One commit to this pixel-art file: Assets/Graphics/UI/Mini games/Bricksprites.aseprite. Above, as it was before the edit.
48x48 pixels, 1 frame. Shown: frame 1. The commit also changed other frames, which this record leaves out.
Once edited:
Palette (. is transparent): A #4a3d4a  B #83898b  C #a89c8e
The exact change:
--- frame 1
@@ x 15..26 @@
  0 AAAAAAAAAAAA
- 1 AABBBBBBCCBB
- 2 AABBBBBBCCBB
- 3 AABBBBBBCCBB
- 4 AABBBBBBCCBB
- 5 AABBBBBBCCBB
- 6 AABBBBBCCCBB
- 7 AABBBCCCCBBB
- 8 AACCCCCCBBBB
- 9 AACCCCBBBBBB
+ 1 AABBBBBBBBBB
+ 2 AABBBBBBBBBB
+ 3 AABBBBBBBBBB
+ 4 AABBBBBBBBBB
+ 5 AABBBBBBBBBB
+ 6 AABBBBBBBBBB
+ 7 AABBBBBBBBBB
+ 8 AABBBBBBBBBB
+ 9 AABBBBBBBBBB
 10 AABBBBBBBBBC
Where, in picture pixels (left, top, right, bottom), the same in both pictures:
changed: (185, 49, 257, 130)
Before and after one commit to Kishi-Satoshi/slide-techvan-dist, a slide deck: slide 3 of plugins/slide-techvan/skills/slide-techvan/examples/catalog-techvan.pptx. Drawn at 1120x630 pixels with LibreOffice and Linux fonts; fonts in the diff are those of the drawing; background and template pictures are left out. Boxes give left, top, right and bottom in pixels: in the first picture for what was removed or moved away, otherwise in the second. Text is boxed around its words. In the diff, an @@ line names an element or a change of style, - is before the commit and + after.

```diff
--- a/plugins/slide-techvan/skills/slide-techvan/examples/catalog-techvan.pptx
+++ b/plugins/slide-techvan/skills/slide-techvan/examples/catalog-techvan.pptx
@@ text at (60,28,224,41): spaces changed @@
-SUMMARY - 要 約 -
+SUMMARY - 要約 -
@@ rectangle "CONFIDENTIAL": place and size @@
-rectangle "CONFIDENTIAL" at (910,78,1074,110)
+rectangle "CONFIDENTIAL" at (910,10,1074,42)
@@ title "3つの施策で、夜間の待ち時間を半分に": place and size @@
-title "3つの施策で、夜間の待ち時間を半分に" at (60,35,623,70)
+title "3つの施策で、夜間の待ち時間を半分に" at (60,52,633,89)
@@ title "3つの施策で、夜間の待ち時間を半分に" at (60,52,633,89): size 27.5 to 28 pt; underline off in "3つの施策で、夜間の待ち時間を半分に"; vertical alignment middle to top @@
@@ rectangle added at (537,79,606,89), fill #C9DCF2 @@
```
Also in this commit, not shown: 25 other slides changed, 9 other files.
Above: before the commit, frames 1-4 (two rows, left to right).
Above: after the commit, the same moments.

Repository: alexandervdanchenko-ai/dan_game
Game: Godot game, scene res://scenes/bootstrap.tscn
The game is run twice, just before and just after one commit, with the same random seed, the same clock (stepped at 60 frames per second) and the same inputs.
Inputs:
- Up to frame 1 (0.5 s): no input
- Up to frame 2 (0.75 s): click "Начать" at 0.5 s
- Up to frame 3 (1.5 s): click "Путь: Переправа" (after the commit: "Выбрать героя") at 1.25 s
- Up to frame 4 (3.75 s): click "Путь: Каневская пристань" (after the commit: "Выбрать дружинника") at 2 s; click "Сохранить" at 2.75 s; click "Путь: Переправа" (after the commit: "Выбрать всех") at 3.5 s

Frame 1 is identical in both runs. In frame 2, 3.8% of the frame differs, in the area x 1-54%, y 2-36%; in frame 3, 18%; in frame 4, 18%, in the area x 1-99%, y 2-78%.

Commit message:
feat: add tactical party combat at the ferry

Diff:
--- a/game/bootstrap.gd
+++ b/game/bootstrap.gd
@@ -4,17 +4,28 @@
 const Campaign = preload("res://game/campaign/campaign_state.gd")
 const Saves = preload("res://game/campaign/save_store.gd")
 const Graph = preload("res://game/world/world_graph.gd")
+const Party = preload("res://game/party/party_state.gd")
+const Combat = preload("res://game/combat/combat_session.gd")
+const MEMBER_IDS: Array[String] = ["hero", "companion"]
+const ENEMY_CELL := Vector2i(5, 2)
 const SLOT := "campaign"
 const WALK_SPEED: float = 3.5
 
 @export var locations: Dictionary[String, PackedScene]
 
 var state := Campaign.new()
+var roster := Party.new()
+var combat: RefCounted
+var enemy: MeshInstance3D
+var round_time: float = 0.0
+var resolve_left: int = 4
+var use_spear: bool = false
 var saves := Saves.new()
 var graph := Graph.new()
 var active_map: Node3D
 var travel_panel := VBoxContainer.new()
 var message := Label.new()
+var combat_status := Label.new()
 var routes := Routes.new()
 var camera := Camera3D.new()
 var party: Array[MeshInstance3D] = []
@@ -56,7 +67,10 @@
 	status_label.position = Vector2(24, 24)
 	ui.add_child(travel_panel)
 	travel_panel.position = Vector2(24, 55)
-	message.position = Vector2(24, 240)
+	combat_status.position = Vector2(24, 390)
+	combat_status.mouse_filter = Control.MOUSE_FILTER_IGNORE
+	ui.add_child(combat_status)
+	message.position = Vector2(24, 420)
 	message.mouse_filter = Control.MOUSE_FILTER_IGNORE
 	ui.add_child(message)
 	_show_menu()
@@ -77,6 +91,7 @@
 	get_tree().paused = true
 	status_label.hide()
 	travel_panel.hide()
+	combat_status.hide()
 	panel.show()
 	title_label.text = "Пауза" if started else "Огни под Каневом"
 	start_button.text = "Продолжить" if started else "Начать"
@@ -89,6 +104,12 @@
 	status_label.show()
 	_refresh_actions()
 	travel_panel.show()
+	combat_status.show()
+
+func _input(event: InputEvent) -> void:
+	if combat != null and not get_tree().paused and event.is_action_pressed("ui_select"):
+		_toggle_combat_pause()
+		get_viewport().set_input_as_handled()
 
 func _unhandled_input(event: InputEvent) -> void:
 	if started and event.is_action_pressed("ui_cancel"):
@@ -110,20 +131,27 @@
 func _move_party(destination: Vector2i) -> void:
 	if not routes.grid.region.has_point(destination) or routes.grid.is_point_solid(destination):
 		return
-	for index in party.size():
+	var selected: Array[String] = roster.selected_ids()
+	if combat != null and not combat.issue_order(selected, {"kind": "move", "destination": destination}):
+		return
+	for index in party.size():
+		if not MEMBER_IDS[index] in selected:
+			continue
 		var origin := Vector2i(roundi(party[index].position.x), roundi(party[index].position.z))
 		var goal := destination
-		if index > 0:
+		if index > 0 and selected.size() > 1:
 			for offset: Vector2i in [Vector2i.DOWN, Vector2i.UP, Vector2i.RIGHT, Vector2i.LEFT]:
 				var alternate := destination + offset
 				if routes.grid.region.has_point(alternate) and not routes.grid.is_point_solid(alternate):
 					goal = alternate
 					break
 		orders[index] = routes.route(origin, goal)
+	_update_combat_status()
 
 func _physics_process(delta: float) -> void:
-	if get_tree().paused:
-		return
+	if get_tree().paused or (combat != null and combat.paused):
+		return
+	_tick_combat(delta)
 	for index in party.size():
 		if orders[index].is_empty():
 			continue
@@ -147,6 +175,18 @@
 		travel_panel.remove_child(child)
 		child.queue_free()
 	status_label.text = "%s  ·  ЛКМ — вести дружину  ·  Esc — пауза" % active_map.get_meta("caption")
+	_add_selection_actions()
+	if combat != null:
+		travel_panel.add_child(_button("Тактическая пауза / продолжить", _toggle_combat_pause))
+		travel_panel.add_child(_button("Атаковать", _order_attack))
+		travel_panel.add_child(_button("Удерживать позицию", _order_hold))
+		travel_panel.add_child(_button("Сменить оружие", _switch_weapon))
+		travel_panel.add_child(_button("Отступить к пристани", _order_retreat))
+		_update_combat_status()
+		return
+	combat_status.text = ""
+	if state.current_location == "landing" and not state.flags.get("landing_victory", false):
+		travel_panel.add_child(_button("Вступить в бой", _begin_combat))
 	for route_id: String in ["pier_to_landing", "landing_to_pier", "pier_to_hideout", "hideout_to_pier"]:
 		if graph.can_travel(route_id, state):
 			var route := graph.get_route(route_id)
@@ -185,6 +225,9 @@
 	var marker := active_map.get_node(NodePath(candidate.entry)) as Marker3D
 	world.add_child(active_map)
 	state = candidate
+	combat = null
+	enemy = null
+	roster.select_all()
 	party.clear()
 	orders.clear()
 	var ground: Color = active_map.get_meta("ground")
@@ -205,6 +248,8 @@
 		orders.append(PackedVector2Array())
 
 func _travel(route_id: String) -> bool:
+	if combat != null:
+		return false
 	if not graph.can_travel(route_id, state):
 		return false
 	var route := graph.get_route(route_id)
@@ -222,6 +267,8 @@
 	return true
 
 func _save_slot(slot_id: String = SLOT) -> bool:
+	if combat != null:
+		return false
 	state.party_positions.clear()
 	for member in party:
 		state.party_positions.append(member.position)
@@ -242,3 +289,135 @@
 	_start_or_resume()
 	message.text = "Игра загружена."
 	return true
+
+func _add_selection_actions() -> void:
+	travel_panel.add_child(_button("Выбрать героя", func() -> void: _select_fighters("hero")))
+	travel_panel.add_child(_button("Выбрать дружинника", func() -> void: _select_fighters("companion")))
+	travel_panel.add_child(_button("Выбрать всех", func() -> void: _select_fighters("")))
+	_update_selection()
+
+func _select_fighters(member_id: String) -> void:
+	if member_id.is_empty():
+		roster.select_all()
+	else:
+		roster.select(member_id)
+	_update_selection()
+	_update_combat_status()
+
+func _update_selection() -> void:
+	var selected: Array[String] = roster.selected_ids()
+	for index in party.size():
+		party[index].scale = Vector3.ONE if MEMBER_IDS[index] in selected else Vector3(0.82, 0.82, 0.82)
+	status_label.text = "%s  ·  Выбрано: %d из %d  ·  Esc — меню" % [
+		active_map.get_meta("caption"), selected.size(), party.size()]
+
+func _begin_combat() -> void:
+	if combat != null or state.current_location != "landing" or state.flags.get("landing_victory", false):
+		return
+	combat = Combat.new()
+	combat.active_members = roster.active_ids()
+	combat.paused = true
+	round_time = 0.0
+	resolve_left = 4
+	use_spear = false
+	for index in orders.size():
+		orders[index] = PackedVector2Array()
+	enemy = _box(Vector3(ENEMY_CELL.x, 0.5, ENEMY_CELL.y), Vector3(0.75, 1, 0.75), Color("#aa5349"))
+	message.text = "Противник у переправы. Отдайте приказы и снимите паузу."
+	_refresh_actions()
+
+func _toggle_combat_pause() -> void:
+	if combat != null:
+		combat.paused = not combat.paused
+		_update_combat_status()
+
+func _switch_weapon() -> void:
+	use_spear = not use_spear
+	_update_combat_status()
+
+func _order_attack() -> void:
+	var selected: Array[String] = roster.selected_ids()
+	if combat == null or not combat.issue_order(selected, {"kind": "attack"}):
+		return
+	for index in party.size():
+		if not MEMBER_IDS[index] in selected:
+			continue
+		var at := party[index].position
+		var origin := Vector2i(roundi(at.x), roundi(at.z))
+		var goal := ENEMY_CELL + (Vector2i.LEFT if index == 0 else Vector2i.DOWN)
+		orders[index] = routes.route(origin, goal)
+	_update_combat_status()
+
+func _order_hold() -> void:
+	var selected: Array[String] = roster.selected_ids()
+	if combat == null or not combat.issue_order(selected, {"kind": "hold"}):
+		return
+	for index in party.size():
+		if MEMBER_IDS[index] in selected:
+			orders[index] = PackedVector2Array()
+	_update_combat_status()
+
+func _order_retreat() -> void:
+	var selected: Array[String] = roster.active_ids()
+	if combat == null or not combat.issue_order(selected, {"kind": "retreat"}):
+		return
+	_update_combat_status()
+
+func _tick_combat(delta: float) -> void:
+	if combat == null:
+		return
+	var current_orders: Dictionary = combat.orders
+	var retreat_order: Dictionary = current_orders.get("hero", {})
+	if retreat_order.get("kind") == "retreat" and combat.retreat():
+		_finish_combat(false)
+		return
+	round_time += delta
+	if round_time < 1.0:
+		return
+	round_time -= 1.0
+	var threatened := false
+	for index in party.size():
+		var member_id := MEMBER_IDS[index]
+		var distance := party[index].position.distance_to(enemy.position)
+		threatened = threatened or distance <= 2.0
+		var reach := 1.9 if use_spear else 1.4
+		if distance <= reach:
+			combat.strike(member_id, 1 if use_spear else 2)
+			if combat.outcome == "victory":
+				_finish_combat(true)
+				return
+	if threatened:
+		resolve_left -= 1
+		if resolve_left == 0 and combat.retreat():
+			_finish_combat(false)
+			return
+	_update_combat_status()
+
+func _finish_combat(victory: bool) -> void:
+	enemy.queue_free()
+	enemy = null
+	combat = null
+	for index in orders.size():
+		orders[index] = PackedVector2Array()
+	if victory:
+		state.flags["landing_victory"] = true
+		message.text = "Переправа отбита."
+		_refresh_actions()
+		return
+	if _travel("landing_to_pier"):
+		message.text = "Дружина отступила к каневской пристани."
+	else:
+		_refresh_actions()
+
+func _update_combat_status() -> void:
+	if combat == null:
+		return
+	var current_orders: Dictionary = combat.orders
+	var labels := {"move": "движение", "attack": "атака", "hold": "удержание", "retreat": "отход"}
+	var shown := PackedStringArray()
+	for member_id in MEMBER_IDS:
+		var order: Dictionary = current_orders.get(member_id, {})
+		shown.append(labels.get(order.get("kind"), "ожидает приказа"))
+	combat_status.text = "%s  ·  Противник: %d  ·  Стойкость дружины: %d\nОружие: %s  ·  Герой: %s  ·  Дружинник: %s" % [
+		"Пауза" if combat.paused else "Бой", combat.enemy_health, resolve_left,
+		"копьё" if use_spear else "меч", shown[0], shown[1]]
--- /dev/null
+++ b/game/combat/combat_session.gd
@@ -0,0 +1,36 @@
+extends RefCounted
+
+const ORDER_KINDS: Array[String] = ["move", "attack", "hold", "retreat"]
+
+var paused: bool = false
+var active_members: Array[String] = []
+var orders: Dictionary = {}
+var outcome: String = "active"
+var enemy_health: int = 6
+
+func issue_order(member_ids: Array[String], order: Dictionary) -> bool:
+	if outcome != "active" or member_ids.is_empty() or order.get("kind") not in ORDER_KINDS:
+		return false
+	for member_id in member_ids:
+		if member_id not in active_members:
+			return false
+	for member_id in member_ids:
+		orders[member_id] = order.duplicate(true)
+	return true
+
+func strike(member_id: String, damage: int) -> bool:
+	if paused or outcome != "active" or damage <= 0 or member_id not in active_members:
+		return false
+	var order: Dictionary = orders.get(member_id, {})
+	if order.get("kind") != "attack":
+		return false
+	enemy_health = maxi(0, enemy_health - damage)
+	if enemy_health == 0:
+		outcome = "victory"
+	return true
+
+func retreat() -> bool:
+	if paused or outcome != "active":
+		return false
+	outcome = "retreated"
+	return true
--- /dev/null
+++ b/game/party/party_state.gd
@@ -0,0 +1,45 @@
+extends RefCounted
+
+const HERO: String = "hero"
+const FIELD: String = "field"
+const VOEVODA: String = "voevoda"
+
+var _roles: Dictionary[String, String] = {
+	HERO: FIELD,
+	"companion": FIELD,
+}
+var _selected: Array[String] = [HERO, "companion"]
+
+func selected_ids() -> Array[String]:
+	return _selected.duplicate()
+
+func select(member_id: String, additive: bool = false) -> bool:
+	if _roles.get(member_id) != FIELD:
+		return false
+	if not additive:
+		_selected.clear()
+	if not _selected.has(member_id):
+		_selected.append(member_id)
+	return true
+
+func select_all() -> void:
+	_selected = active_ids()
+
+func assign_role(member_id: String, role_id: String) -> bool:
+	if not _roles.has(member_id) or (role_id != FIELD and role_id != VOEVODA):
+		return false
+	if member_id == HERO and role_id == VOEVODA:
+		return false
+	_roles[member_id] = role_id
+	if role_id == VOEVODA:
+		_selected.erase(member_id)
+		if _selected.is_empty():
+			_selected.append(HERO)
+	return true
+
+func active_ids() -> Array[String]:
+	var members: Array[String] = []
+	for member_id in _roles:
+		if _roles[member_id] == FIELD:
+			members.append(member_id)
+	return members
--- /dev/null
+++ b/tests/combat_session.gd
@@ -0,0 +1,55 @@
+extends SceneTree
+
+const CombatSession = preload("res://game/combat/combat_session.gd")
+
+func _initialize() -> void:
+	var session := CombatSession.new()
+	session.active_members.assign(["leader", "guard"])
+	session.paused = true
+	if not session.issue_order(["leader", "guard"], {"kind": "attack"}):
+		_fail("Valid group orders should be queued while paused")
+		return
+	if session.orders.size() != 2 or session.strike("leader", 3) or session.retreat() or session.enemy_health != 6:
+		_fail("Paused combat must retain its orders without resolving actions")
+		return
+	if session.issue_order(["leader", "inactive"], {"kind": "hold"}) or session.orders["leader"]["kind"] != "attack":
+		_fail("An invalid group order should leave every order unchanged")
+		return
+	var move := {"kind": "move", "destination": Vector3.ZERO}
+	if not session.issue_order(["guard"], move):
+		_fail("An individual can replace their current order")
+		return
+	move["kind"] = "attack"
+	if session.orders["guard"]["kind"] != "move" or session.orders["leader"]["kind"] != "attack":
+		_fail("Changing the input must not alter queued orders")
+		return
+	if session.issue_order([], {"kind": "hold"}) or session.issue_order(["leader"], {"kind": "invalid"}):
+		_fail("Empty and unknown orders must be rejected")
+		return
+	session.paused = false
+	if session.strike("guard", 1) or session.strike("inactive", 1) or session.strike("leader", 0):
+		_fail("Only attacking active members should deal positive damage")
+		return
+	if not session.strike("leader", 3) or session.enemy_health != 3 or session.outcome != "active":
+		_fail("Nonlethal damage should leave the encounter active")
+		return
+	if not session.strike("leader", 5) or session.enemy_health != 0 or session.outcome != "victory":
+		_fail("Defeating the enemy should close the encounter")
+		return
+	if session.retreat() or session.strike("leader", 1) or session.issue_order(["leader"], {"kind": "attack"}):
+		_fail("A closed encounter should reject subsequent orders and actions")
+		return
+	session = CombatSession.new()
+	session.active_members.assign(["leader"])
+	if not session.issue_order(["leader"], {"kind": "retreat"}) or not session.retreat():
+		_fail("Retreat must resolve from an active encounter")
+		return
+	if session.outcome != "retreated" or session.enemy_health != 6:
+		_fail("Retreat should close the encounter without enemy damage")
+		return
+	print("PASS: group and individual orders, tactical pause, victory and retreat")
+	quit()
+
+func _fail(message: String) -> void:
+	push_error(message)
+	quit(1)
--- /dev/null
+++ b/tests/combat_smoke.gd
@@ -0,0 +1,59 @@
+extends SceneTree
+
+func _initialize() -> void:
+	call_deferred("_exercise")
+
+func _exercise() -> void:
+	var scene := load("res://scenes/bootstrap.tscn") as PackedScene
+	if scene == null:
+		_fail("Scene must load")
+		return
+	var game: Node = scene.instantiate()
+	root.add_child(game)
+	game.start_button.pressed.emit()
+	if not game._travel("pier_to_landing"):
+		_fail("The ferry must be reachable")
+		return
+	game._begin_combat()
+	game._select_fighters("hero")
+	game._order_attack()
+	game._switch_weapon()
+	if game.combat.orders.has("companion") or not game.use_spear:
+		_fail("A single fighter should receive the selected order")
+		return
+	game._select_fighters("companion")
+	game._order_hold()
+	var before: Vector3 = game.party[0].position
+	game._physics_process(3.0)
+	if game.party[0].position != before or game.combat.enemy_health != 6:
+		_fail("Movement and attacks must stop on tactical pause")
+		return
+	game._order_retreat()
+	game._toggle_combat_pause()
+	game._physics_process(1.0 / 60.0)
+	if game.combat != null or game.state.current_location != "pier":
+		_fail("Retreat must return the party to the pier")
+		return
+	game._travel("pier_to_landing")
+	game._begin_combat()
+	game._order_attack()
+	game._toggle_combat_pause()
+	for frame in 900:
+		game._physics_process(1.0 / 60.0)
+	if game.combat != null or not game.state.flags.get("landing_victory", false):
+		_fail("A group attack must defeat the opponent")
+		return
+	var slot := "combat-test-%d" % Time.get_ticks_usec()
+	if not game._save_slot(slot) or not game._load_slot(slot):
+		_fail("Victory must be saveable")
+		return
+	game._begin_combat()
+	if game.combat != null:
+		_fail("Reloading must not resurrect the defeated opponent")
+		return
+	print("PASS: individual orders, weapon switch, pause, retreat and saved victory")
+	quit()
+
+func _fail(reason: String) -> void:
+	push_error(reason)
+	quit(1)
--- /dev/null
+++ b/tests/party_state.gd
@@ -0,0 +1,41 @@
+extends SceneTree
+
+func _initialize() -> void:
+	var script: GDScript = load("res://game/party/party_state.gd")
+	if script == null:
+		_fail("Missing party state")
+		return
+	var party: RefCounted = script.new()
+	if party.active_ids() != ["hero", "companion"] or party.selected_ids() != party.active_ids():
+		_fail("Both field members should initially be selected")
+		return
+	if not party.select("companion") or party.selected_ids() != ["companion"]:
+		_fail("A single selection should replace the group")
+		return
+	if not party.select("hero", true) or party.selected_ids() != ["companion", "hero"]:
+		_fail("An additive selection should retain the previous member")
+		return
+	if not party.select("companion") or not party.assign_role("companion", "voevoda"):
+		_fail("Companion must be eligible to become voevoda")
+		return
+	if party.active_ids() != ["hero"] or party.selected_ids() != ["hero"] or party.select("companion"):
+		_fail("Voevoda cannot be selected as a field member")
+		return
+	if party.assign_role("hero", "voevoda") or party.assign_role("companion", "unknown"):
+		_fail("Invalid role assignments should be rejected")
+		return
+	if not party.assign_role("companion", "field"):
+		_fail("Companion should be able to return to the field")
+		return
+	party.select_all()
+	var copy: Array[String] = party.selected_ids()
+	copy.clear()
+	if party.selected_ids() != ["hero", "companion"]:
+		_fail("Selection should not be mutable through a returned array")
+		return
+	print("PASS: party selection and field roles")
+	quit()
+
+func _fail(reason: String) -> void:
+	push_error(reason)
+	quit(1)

● ● ● ● ● ● ●

_Your goal:_ Working from the records above, write out verbatim only the lines from the line containing "Frame 1 is identical" through the line containing "var state := Campaign.new()".

_Response area:_
Frame 1 is identical in both runs. In frame 2, 3.8% of the frame differs, in the area x 1-54%, y 2-36%; in frame 3, 18%; in frame 4, 18%, in the area x 1-99%, y 2-78%.

Commit message:
feat: add tactical party combat at the ferry

Diff:
--- a/game/bootstrap.gd
+++ b/game/bootstrap.gd
@@ -4,17 +4,28 @@
 const Campaign = preload("res://game/campaign/campaign_state.gd")
 const Saves = preload("res://game/campaign/save_store.gd")
 const Graph = preload("res://game/world/world_graph.gd")
+const Party = preload("res://game/party/party_state.gd")
+const Combat = preload("res://game/combat/combat_session.gd")
+const MEMBER_IDS: Array[String] = ["hero", "companion"]
+const ENEMY_CELL := Vector2i(5, 2)
 const SLOT := "campaign"
 const WALK_SPEED: float = 3.5
 
 @export var locations: Dictionary[String, PackedScene]
 
 var state := Campaign.new()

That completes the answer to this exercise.